_What to produce_
Only lines that contain the string "table" should be returned from the material below.

_____

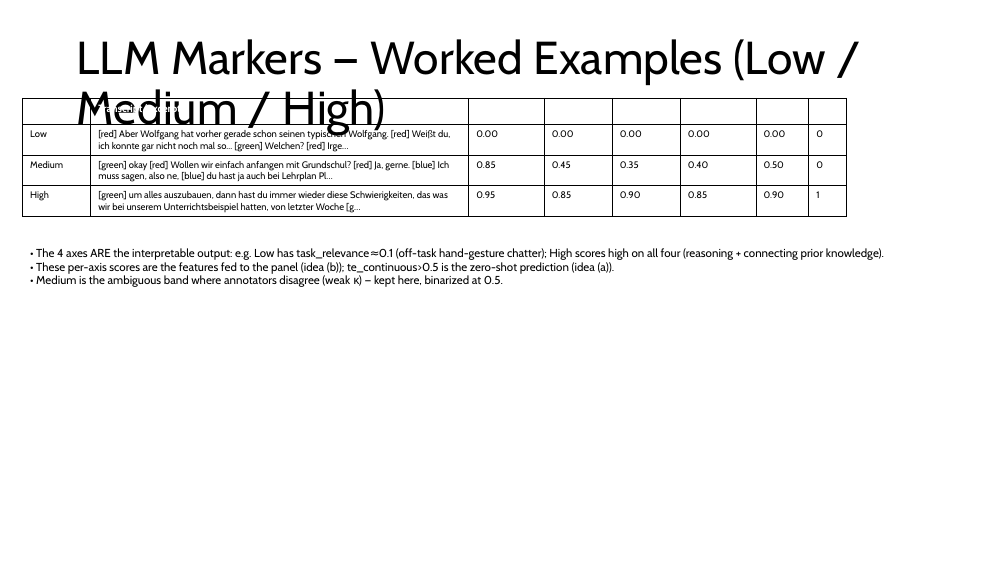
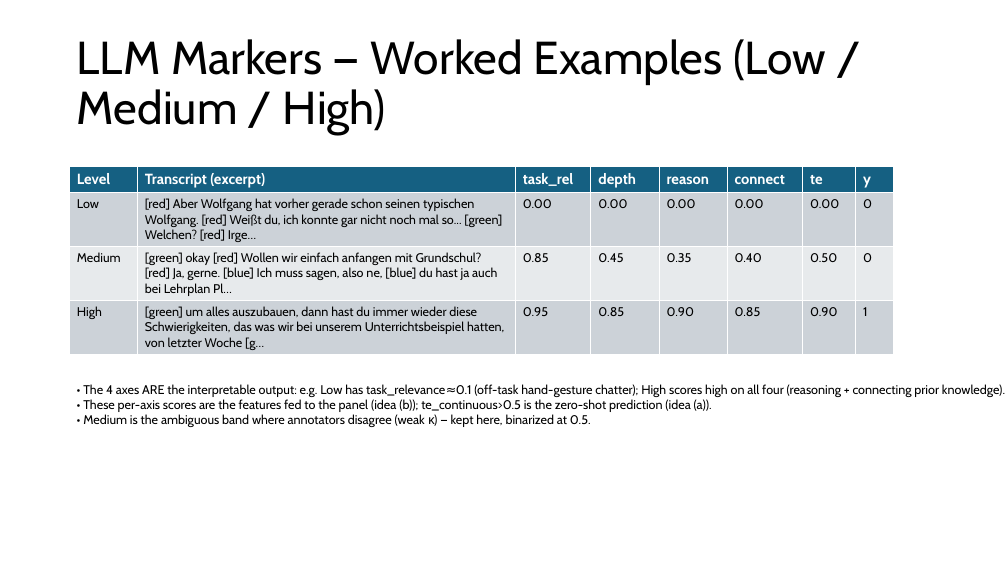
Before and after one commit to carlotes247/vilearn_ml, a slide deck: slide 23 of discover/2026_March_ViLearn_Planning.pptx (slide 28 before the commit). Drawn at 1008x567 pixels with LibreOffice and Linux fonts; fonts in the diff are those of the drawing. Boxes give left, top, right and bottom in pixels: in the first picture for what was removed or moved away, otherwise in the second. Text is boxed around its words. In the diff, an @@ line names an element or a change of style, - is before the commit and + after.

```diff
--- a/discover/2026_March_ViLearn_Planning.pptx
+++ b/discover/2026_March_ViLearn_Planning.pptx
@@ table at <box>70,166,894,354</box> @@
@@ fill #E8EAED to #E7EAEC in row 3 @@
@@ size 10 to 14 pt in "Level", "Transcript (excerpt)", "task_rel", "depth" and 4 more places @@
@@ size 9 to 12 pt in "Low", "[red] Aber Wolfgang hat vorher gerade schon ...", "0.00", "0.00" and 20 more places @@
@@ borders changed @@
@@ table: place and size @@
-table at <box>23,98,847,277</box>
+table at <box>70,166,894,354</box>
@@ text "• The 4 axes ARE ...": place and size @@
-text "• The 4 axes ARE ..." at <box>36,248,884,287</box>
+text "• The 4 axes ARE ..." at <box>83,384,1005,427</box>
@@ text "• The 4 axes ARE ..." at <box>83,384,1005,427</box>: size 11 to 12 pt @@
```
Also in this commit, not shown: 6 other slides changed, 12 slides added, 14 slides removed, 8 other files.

_____

_Exercise answer_
@@ table at <box>70,166,894,354</box> @@
@@ table: place and size @@
-table at <box>23,98,847,277</box>
+table at <box>70,166,894,354</box>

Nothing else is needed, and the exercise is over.